A New Era Of Young Lords
The commemorative plaque builds on Lazú’s decades of research at DePaul since 2001, when the university received a collection of newspaper clippings, photographs and protest flyers from the Young Lords’ active years.
Lazú, who moonlights as a playwright, first engaged with the collection by using it to write a play about the Young Lords’ history in Chicago, she said.
She’s also hosted talks on the Young Lords history, including a 50th anniversary panel with Jimenez and Oscar Lopez Rivera, a former political prisoner and Puerto Rican activist, Lazú said.
Lazú is currently working on two books about the Young Lords, including an anthology with Jimenez and a monograph that will be the first history of the Young Lords in Chicago, she said.
Lazú also hopes to continue expanding her focus on the women of the Young Lords movement. She recently collaborated on an exhibition, named “Encendidas: Women of the Young Lords,” at the Honeycomb Network in Humboldt Park that shared personal photos and newspapers to share the women’s stories.
“It’s one of the most special things I’ve done because if the Young Lords of Chicago were neglected and marginalized, the women were even more marginalized,” Lazú said.

A new wave of Puerto Rican activists also come out of the movement, Lazú said.
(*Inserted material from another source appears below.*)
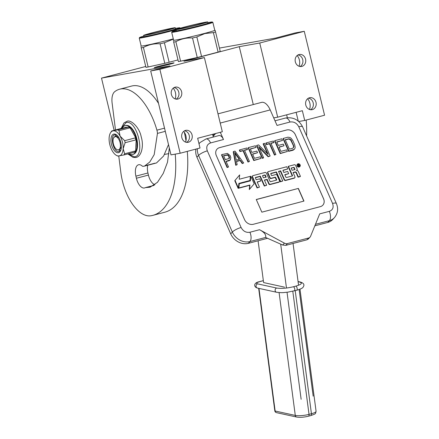 <?xml version="1.0" encoding="UTF-8"?>
<svg xmlns="http://www.w3.org/2000/svg" width="439" height="439" viewBox="0 0 439 439"><rect width="100%" height="100%" fill="white"/><g stroke="black" fill="none" stroke-linecap="round" stroke-linejoin="round"><path stroke-width="0.66" d="M114.135 130.328L101.502 78.115L169.942 65.888L150.687 70.959L170.99 154.879L180.166 153.244L200.019 148.014L197.66 138.258L222.326 131.76L204.387 57.597L183.925 61.251L239.277 46.677L259.74 43.022L304.265 31.301L295.096 32.941L275.478 38.105L219.462 48.076M164.554 154.402L168.922 153.623M298.712 121.521L304.715 120.451L324.569 115.227L304.265 31.301M192.068 134.982A6.102 5.284 79.9 0 0 185.878 130.323A6.102 5.284 79.9 0 0 181.839 137.676A6.102 5.284 79.9 0 0 188.024 142.335A6.102 5.284 79.9 0 0 192.068 134.982M181.614 91.767A6.102 5.284 79.9 0 0 175.424 87.109A6.102 5.284 79.9 0 0 171.386 94.462A6.102 5.284 79.9 0 0 177.57 99.121A6.102 5.284 79.9 0 0 181.614 91.767M180.166 153.244L159.862 69.318L204.387 57.597M150.687 70.959L159.862 69.318M185.571 142.11A9.685 8.39 79.9 0 0 185.906 135.827A9.685 8.39 79.9 0 0 183.656 131.387M175.117 98.896A9.685 8.39 79.9 0 0 175.446 92.613A9.685 8.39 79.9 0 0 173.202 88.168M145.732 66.47L101.502 78.115M309.517 109.476A9.685 8.39 79.9 0 0 309.852 103.198A9.685 8.39 79.9 0 0 307.602 98.753M299.063 66.262A9.685 8.39 79.9 0 0 299.393 59.984A9.685 8.39 79.9 0 0 297.148 55.539M316.014 102.353A6.102 5.284 79.9 0 0 309.83 97.694A6.102 5.284 79.9 0 0 305.785 105.042A6.102 5.284 79.9 0 0 311.97 109.701A6.102 5.284 79.9 0 0 316.014 102.353M305.56 59.133A6.102 5.284 79.9 0 0 299.371 54.48A6.102 5.284 79.9 0 0 295.332 61.828A6.102 5.284 79.9 0 0 301.516 66.487A6.102 5.284 79.9 0 0 305.56 59.133M304.715 120.451L302.35 110.694L277.684 117.186L259.74 43.022M253.281 104.559L239.277 46.677M273.722 117.893L277.684 117.186M212.641 134.312L213.305 137.05M155.604 67.54A10.19 0.357 166.4 0 1 154.248 67.688A10.19 0.357 166.4 0 1 161.514 65.576A10.19 0.357 166.4 0 1 172.692 63.046A10.19 0.357 166.4 0 1 174.053 62.898A10.19 0.357 166.4 0 1 166.787 65.01A10.19 0.357 166.4 0 1 155.604 67.54M184.512 130.8A6.102 5.284 -100.1 0 1 189.247 135.486A6.102 5.284 79.9 0 1 186.575 142.362M174.053 87.586A6.102 5.284 -100.1 0 1 178.788 92.272A6.102 5.284 79.9 0 1 176.121 99.143M308.458 98.171A6.102 5.284 -100.1 0 1 313.194 102.858A6.102 5.284 79.9 0 1 310.521 109.728M297.999 54.957A6.102 5.284 -100.1 0 1 302.734 59.638A6.102 5.284 79.9 0 1 300.067 66.514M215.236 133.626L215.214 134.005M213.974 133.961L213.771 135.58M214.962 133.703L214.962 134.279M213.074 134.197L212.975 135.706M219.544 147.641L286.574 129.993A7.178 5.926 -137.4 0 1 295.381 134.746L323.57 198.724A7.178 5.926 -137.4 0 1 322.835 205.167A7.178 5.926 -137.4 0 1 320.344 206.643L253.319 224.285A7.178 5.926 -137.4 0 1 244.512 219.538L216.317 155.56A7.178 5.926 -137.4 0 1 217.058 149.117A7.178 5.926 -137.4 0 1 219.544 147.641L219.516 147.669A7.178 5.926 42.6 0 0 217.042 149.134M217.996 113.849L261.529 102.386A13.636 6.794 75.3 0 1 270.204 109.915L277.042 125.433L289.981 122.026C293.801 121.444 296.737 123.024 298.789 126.778L332.559 203.427C333.898 207.367 332.822 210.007 329.332 211.346L319.707 213.875L310.598 236.242A4.308 3.556 42.6 0 1 310.027 237.142L308.348 238.97L306.894 239.815L285.816 245.363L282.678 245.022L265.611 237.444C266.319 234.81 264.294 232.236 259.537 229.718L284.417 243.135A4.308 3.556 42.6 0 0 287.457 243.574L308.535 238.026A4.308 3.556 42.6 0 0 310.027 237.142M220.307 132.293L223.495 139.531L210.555 142.938C207.065 144.277 205.99 146.917 207.329 150.857L241.104 227.501C243.157 231.254 246.092 232.84 249.912 232.253L259.537 229.718M322.824 205.178A7.178 5.926 42.6 0 0 323.543 198.752L295.354 134.773A7.178 5.926 42.6 0 0 286.546 130.026L219.516 147.669M213.118 136.288L215.67 133.516M210.555 142.938A7.178 3.572 -104.7 0 0 205.99 138.976L218.929 135.569A7.178 3.572 75.3 0 1 223.495 139.531M298.372 188.413L256.255 199.498L261.836 212.169L303.958 201.078L298.372 188.413L256.294 199.58M297.472 164.115L297.198 164.411A1.696 1.399 42.6 0 0 297.027 165.937A1.696 1.399 42.6 0 0 299.694 166.71L299.969 166.414A1.696 1.399 42.6 0 0 300.144 164.888A1.696 1.399 42.6 0 0 297.472 164.115A1.696 1.399 42.6 0 0 297.296 165.64A1.696 1.399 42.6 0 0 299.969 166.414M293.164 172.703L294.904 172.242A1.037 0.856 42.6 0 1 296.171 172.928L298.048 177.186L300.15 176.632L300.424 176.335L298.3 171.517A1.569 1.301 42.6 0 0 296.374 170.475A1.569 1.301 42.6 0 0 297.082 168.741L295.623 165.432A1.037 0.856 42.6 0 0 294.349 164.746L288.439 166.299L292.5 175.512A0.401 0.329 -137.4 0 1 292.319 175.951L286.409 177.51A0.401 0.329 -137.4 0 1 285.921 177.246L284.79 174.678L288.659 173.663L287.682 171.446L283.813 172.467L282.99 170.606A0.401 0.329 -137.4 0 1 283.171 170.167L287.748 168.96L286.771 166.738L268.366 171.583A1.037 0.856 42.6 0 0 267.905 172.725L270.029 177.548A1.037 0.856 42.6 0 0 271.302 178.234L275.171 177.213A0.401 0.329 -137.4 0 1 275.659 177.477L276.636 179.688A0.401 0.329 -137.4 0 1 276.46 180.127L270.545 181.686A0.401 0.329 -137.4 0 1 270.056 181.422L266.402 173.12A1.037 0.856 42.6 0 0 265.129 172.439L253.007 175.627A1.037 0.856 42.6 0 0 252.54 176.769L257.347 187.678L259.449 187.124L257.172 181.949L260.755 181.005L259.784 178.794L256.195 179.738L255.377 177.877A0.401 0.329 -137.4 0 1 255.553 177.438L260.332 176.176L264.563 185.779L266.665 185.225L264.388 180.05L267.159 179.321L269.036 183.579A1.037 0.856 42.6 0 0 270.303 184.265L279.056 181.96A1.037 0.856 42.6 0 0 279.522 180.819L277.075 175.26A1.037 0.856 42.6 0 0 275.802 174.574L271.928 175.595A0.401 0.329 -137.4 0 1 271.439 175.331L270.775 173.822A0.401 0.329 -137.4 0 1 270.956 173.383L276.427 171.94L280.658 181.537L282.76 180.989L278.535 171.386L280.636 170.831L284.461 179.518A1.037 0.856 42.6 0 0 285.734 180.204L294.487 177.899A1.037 0.856 42.6 0 0 294.948 176.758L293.071 172.5L295.178 171.945A1.037 0.856 -137.4 0 1 296.446 172.631L298.322 176.89L300.424 176.335M278.622 171.589L280.362 171.128L284.187 179.814A1.037 0.856 42.6 0 0 285.46 180.5L294.212 178.196A1.037 0.856 42.6 0 0 294.569 177.987L294.843 177.685M270.742 173.663L276.158 172.236L280.384 181.839L282.76 180.989M264.476 180.253L266.885 179.622L268.761 183.881A1.037 0.856 42.6 0 0 270.029 184.561L278.781 182.262A1.037 0.856 42.6 0 0 279.144 182.048L279.418 181.751M255.339 177.718L260.058 176.473L264.289 186.076L266.665 185.225M257.259 182.152L260.755 181.005M252.65 175.841L252.376 176.138A1.037 0.856 42.6 0 0 252.266 177.071L257.073 187.974L259.449 187.124M276.4 180.144A0.401 0.329 42.6 0 0 276.361 179.985L276.636 179.688M268.009 171.797L267.735 172.093A1.037 0.856 42.6 0 0 267.631 173.026L269.755 177.844A1.037 0.856 42.6 0 0 271.028 178.53L274.896 177.51A0.401 0.329 42.6 0 1 275.39 177.773L276.361 179.985M282.957 170.447L287.748 168.96M284.878 174.881L288.659 173.663M292.259 175.968A0.401 0.329 42.6 0 0 292.226 175.814L292.5 175.512M288.439 166.299L288.165 166.601L292.226 175.814M238.832 183.645L249.972 180.489L250.362 176.324L239.25 179.249L239.656 174.914L235.041 180.402L238.415 188.057L238.854 183.414L249.972 180.489M239.656 174.914L234.772 180.698L238.147 188.358L238.415 188.057M239.266 183.771L238.602 188.238L249.687 185.318L249.286 189.577L254.165 183.798L250.823 176.204L250.384 180.846L239.266 183.771L238.876 187.936L249.961 185.022L249.561 189.28M250.823 176.204L250.131 180.912M197.391 148.706A14.35 11.853 42.6 0 0 198.576 155.417L232.352 232.061A14.35 11.853 42.6 0 0 249.967 241.565L248.32 243.349L267.521 238.295M314.834 225.838L327.746 222.441A14.35 11.853 -137.4 0 0 332.724 219.489L334.364 217.7C337.854 213.469 338.524 208.734 336.389 203.509A7.178 1.893 -23.8 0 0 332.559 203.427M248.32 243.349A14.35 11.853 -137.4 0 1 230.705 233.85L196.935 157.2A14.35 11.853 -137.4 0 1 195.964 149.084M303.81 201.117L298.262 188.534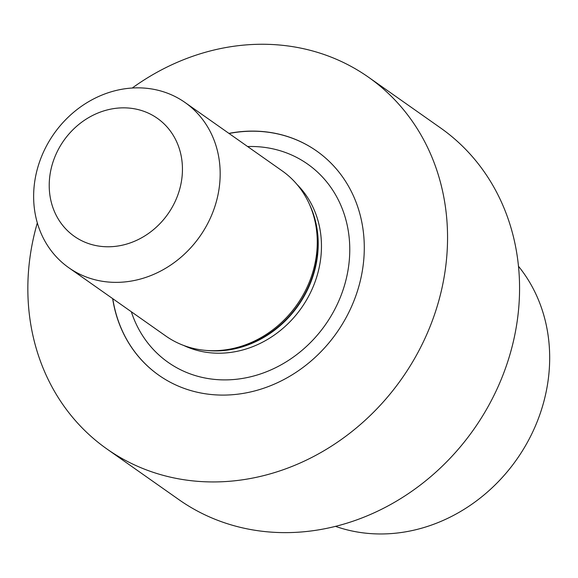 <?xml version="1.0" encoding="UTF-8"?>
<svg xmlns="http://www.w3.org/2000/svg" width="578" height="578" viewBox="0 0 578 578"><rect width="100%" height="100%" fill="white"/><g stroke="black" fill="none" stroke-linecap="round" stroke-linejoin="round"><path stroke-width="0.87" d="M363.649 260.931A137.087 121.04 125.1 0 1 286.84 377.933A137.087 121.04 125.1 0 1 158.798 375.201A137.087 121.04 125.1 0 1 112.645 298.595A137.087 121.04 125.1 0 0 158.798 375.201A137.087 121.04 125.1 0 0 286.84 377.933A137.087 121.04 125.1 0 0 363.649 260.931A137.087 121.04 125.1 0 0 316.614 150.988A137.087 121.04 125.1 0 1 363.649 260.931M228.931 133.388A137.087 121.04 125.1 0 1 316.614 150.988A137.087 121.04 125.1 0 0 228.931 133.388M28.9 266.682A227.284 200.682 125.1 0 1 37.317 222.898A227.284 200.682 125.1 0 0 28.9 266.682A227.284 200.682 125.1 0 0 106.887 448.954A227.284 200.682 125.1 0 1 28.9 266.682M132.254 88.022A227.284 200.682 125.1 0 1 368.526 77.235A227.284 200.682 125.1 0 1 401.811 378.604A227.284 200.682 125.1 0 1 106.887 448.954L178.905 499.645A227.284 200.682 125.1 0 0 473.83 429.295A227.284 200.682 125.1 0 0 440.544 127.933A227.284 200.682 125.1 0 1 473.83 429.295A227.284 200.682 125.1 0 1 178.905 499.645L106.887 448.954A227.284 200.682 125.1 0 0 401.811 378.604A227.284 200.682 125.1 0 0 368.526 77.235L440.544 127.933L368.526 77.235A227.284 200.682 125.1 0 0 132.254 88.022M548.919 373.59A163.877 144.695 -54.9 0 0 518.502 266.285A163.877 144.695 -54.9 0 1 548.919 373.59A163.877 144.695 -54.9 0 1 335.45 526.348A163.877 144.695 -54.9 0 0 548.919 373.59M112.782 298.696A137.087 121.04 -54.9 0 0 158.871 375.245A137.087 121.04 -54.9 0 1 112.782 298.696M316.686 151.039A137.087 121.04 -54.9 0 0 229.069 133.489A137.087 121.04 -54.9 0 1 316.686 151.039M316.795 251.849A101.013 89.193 -54.9 0 0 310.971 207.964A101.013 89.193 -54.9 0 0 282.136 170.842L185.047 102.501A101.013 89.193 -54.9 0 0 90.703 100.493A101.013 89.193 -54.9 0 0 34.102 186.701A101.013 89.193 -54.9 0 0 68.76 267.708A101.013 89.193 -54.9 0 0 163.112 269.724A101.013 89.193 -54.9 0 0 219.705 183.508A101.013 89.193 -54.9 0 0 185.047 102.501A101.013 89.193 -54.9 0 0 90.703 100.493A101.013 89.193 -54.9 0 0 34.102 186.701A101.013 89.193 -54.9 0 0 68.76 267.708A101.013 89.193 -54.9 0 0 163.112 269.724A101.013 89.193 -54.9 0 0 219.705 183.508A101.013 89.193 -54.9 0 0 185.047 102.501L282.136 170.842A101.013 89.193 -54.9 0 1 310.971 207.964A101.013 89.193 -54.9 0 1 316.795 251.849A101.013 89.193 -54.9 0 1 210.529 350.665A101.013 89.193 -54.9 0 0 316.795 251.849M165.85 336.049A101.013 89.193 -54.9 0 0 210.529 350.665A101.013 89.193 -54.9 0 1 165.85 336.049L68.76 267.708L165.85 336.049M182.113 176.167A72.156 63.71 125.1 0 1 76.888 238.028A72.156 63.71 125.1 0 1 88.477 117.724A72.156 63.71 125.1 0 1 182.113 176.167A72.156 63.71 125.1 0 1 76.888 238.028A72.156 63.71 125.1 0 1 88.477 117.724A72.156 63.71 125.1 0 1 182.113 176.167M131.322 311.744A121.214 107.031 -54.9 0 0 257.766 374.826A121.214 107.031 -54.9 0 0 349.654 244.284A121.214 107.031 -54.9 0 0 247.608 146.537A121.214 107.031 -54.9 0 1 349.654 244.284A121.214 107.031 -54.9 0 1 257.766 374.826A121.214 107.031 -54.9 0 1 131.322 311.744M183.725 345.471A99.568 87.914 -54.9 0 0 301.427 307.944A99.568 87.914 -54.9 0 0 297.041 184.49A99.568 87.914 -54.9 0 1 301.427 307.944A99.568 87.914 -54.9 0 1 183.725 345.471M206.758 350.47A99.568 87.914 -54.9 0 0 298.176 305.654A99.568 87.914 -54.9 0 0 309.512 204.482A99.568 87.914 -54.9 0 1 298.176 305.654A99.568 87.914 -54.9 0 1 206.758 350.47M212.56 350.723A99.719 88.044 -54.9 0 0 317.459 253.178A99.719 88.044 -54.9 0 0 311.708 209.857L310.971 207.964L311.708 209.857A99.719 88.044 -54.9 0 1 317.459 253.178A99.719 88.044 -54.9 0 1 212.56 350.723L210.529 350.665L212.56 350.723"/></g></svg>

The New Era Young Lords formed a few years ago as a way to honor the movement’s legacy and pick up the torch.
Paul Mireles, a DePaul student and chairman of the Chicago Chapter of the New Era Young Lords, said it’s important to honor the group’s contributions and sacrifices while continuing to stand against oppression.
“It’s crucial to recognize the weight of this history,” Mireles said. “This building we’re honoring, for example, bared witness to the displacement and struggle of an entire community, and this marker signifies the initial step in remembering that community, acknowledging that struggle and honoring those who dared to stand up for their people.”